Saiba como a vitamina D pode ajudar na autoimunidade.

Há poucas doenças mais irónicas do que as doenças autoimunes. Irónicas, frustrantes e difíceis de compreender: o nosso sistema de defesa é o único responsável por nos fazer doentes. Quem nos devia defender é afinal quem nos ataca. É o equivalente a um estado no qual as forças de segurança públicas, as tropas e os exércitos que deveriam proteger o país de ameaças dedicam-se a atacar as suas próprias populações inocentes, muitas vezes de forma gratuita, aleatória, "porque sim".

As doenças autoimunes, como grupo, são mesmo isso: um conjunto de patologias que surgem quando o sistema imunitário reconhece como "agressores" partes do nosso organismo que não o são - células, proteínas, moléculas - e desenvolve reacções de ataque contra elas.

Todas elas partilham a mesma disfunção base: um processo de desregulação da função imunitária que identifica erradamente elementos saudáveis do corpo como alvos a eliminar. Mas, porque um mal nunca vem só, enquanto está focado em atacar-nos, deixa de ser eficaz em defender-nos contra o que realmente devia: infecções, doenças oncológicas,...

Numa altura em que o Mundo se apercebe que a nossa capacidade de defesa é mesmo a nossa melhor defesa, quem sofre de uma destas doenças está particularmente vulnerável com este duplo risco. Para eles, não se deve discutir qual é o melhor tratamento ou se esta opção é mais certa do que outra mas sim o que pode ser feito para melhorar a função imunitária. Ponto.

Deixe-me perguntar-lhe: se estivesse no meio de uma guerra contra um inimigo extremamente poderoso e que pode facilmente destruí-la/lo, não quereria ter à sua disposição todas as armas, ferramentas e estratégias possíveis para que suas as probabilidades de vitória fossem maiores? Eu quereria, com toda a certeza! E, felizmente, cada vez mais pessoas pensam assim.

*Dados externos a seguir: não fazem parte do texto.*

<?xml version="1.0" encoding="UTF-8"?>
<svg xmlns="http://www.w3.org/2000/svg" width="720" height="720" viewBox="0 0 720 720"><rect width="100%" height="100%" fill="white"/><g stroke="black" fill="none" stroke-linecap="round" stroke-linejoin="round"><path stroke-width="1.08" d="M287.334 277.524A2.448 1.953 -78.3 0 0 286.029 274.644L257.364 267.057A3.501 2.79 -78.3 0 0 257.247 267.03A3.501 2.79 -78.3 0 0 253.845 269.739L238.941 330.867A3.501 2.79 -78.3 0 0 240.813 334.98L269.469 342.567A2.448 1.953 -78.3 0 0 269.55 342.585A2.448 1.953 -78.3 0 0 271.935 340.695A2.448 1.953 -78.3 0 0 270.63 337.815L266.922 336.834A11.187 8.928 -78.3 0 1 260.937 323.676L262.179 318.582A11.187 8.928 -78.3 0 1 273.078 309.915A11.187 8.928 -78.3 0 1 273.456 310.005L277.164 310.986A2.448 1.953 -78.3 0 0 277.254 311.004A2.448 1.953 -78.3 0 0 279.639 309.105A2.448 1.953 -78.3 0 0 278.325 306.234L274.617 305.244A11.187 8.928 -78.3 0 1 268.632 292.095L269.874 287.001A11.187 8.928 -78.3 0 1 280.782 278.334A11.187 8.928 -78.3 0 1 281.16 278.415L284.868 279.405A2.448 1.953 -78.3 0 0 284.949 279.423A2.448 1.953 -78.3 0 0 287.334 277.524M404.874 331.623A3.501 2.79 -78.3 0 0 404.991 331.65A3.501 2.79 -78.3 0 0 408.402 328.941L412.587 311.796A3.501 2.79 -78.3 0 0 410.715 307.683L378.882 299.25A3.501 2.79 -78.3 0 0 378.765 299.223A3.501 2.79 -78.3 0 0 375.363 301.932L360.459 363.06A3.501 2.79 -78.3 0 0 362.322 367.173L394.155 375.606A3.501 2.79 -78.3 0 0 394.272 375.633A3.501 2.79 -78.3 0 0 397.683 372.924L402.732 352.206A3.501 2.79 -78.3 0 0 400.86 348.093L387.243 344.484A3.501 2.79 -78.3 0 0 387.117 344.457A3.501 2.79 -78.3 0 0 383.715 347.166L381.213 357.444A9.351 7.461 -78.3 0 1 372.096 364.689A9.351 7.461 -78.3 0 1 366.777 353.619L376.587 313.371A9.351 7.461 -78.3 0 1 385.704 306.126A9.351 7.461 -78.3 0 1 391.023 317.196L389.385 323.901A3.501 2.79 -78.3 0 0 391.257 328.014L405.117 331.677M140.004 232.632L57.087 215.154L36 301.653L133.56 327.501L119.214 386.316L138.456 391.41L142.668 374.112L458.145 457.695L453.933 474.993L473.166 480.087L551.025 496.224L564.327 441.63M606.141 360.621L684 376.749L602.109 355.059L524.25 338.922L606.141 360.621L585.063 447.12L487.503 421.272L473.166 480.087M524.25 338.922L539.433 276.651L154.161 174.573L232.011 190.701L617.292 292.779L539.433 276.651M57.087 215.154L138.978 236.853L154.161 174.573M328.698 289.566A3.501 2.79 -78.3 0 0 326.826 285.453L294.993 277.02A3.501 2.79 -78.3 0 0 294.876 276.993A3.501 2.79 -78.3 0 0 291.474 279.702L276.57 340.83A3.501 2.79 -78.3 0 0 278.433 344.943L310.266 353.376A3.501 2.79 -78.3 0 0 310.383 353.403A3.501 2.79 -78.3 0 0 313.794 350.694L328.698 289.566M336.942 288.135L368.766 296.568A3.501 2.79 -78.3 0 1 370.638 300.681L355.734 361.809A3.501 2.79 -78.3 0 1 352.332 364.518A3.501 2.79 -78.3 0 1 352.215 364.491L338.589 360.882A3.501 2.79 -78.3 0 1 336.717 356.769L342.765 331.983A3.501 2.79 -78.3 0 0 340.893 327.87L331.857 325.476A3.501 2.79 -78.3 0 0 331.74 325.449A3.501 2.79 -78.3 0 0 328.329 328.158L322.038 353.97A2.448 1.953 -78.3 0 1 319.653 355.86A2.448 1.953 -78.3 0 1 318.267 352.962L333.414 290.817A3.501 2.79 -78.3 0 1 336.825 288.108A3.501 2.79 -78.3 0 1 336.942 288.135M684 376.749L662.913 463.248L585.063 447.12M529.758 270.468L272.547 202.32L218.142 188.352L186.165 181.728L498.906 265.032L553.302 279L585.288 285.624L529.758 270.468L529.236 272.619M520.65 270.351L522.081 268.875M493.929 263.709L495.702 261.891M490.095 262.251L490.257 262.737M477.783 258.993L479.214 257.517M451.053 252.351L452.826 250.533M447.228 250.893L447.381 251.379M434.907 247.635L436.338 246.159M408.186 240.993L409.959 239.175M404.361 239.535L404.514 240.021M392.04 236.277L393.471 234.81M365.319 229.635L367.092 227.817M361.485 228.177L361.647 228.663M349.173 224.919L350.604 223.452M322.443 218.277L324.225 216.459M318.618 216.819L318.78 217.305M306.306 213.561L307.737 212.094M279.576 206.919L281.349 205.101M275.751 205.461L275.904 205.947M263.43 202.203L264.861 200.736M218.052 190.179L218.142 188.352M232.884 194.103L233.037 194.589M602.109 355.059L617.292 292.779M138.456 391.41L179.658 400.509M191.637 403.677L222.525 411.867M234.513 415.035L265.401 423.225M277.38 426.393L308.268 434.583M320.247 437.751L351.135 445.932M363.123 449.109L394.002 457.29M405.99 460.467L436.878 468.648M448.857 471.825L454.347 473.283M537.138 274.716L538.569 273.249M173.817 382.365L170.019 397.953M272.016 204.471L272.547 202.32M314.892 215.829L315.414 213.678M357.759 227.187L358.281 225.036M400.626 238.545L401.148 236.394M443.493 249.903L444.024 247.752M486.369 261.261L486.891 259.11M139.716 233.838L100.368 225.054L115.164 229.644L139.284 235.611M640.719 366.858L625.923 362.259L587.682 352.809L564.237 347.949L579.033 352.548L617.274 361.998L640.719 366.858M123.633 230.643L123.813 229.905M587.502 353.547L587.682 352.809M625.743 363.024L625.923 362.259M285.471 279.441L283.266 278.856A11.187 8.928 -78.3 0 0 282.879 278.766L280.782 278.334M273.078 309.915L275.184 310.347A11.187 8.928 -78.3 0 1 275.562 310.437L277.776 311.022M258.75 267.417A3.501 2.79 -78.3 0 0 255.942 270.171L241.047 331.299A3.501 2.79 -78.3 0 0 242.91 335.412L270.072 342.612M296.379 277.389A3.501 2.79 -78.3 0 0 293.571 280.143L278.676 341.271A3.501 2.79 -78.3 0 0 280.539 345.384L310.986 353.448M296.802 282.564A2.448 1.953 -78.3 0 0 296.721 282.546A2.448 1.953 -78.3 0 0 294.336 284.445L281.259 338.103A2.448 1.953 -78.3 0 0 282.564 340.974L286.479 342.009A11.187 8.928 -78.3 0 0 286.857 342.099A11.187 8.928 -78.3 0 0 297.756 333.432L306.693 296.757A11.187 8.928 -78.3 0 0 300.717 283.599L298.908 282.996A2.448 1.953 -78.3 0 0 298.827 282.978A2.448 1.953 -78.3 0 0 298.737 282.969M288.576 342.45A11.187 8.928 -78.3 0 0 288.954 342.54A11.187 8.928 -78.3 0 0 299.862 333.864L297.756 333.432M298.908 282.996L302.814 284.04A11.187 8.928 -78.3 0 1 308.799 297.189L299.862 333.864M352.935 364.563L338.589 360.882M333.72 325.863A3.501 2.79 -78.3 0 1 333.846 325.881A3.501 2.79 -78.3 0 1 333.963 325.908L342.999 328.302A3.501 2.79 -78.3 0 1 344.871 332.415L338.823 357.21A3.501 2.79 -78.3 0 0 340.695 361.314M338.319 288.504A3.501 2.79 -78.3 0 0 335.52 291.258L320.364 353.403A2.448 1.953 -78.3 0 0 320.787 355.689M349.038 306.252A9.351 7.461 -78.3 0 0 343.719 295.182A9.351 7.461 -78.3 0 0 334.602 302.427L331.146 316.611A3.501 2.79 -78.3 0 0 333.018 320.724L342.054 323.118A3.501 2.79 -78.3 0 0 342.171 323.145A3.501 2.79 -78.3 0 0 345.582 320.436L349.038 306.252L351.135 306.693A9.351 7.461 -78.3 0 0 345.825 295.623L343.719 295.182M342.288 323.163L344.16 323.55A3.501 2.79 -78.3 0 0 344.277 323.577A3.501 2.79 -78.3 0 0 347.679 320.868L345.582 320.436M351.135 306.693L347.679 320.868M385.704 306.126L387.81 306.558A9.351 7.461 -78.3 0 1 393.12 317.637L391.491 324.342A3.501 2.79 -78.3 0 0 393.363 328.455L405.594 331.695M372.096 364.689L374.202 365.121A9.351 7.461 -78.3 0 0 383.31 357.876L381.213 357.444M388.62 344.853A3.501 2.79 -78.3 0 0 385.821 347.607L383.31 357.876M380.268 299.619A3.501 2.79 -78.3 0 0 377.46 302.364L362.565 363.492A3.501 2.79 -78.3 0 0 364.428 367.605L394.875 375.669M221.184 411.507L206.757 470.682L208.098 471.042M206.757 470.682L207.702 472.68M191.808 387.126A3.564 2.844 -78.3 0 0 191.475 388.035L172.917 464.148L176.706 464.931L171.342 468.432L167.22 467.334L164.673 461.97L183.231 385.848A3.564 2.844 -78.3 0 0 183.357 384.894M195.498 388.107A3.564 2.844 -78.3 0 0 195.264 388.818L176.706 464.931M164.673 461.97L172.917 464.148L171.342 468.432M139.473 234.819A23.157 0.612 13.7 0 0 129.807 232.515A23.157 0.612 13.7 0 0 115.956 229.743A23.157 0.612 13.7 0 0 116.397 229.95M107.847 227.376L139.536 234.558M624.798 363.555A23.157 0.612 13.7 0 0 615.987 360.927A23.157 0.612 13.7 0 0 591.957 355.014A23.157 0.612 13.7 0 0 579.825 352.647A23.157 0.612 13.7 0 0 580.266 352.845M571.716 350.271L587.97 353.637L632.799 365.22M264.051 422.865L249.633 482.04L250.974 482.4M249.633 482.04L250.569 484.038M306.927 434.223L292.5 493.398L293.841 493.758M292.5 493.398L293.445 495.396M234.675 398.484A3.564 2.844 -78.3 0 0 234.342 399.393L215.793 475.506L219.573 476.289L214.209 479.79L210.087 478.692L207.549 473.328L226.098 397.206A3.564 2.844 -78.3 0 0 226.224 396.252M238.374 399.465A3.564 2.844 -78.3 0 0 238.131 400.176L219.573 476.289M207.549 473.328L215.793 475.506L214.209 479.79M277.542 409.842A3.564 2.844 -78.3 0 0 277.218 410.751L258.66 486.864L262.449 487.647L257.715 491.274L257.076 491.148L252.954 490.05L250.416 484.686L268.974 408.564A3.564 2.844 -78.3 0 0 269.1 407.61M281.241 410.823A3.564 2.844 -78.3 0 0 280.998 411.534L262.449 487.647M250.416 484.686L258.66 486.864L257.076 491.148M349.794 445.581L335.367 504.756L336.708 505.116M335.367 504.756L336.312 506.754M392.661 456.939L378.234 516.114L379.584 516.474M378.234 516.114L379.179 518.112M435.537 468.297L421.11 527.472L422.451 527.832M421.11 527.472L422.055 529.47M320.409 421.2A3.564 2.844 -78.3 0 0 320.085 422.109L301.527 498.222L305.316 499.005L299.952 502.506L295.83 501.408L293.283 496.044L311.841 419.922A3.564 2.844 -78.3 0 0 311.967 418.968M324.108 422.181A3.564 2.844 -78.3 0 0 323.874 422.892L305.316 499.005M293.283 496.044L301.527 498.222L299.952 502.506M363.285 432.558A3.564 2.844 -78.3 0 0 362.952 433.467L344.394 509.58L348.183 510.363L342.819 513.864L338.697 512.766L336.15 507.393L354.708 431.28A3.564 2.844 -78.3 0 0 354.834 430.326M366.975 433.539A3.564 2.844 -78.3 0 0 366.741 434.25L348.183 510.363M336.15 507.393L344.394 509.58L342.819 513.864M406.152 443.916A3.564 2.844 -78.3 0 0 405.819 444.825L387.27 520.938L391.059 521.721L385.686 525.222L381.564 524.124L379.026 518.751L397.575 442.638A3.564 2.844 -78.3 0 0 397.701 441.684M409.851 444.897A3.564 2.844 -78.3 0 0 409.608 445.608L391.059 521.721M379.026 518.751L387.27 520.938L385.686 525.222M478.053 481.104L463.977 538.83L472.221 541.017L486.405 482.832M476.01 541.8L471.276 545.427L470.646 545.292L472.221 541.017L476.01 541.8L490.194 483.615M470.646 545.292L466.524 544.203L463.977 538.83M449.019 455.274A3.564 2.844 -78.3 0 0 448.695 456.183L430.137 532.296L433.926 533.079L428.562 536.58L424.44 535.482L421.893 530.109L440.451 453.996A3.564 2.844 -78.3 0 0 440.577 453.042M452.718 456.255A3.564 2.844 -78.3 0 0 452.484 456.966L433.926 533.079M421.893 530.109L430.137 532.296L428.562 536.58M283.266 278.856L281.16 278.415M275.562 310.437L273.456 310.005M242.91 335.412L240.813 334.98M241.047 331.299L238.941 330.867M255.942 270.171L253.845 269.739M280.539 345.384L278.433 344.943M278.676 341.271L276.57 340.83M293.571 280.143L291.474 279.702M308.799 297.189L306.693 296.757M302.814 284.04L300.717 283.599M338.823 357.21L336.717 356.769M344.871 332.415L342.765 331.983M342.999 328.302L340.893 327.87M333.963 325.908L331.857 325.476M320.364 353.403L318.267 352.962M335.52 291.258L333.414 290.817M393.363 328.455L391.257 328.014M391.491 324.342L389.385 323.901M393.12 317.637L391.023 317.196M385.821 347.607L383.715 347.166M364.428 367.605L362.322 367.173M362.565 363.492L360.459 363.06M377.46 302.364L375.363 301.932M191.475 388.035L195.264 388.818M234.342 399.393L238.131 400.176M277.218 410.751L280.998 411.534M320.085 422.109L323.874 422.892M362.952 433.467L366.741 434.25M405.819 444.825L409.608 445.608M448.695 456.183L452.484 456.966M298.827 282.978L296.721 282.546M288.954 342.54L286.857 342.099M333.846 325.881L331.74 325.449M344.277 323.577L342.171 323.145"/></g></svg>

A verdade é que há muitas abordagens diferentes para o tratamento de doenças auto-imunes. Todas elas com casos de “sucesso” comprovados, nenhuma delas com eficácia garantida, cada uma com riscos específicos e necessidade de adaptação do estilo de vida. O meu objectivo com este artigo não é comparar opções terapêuticas (ou fazer uma revisão exaustiva da evidência existente sobre elas), é apenas partilhar como é que a vitamina D pode ajudar quem sofre de doenças autoimunes.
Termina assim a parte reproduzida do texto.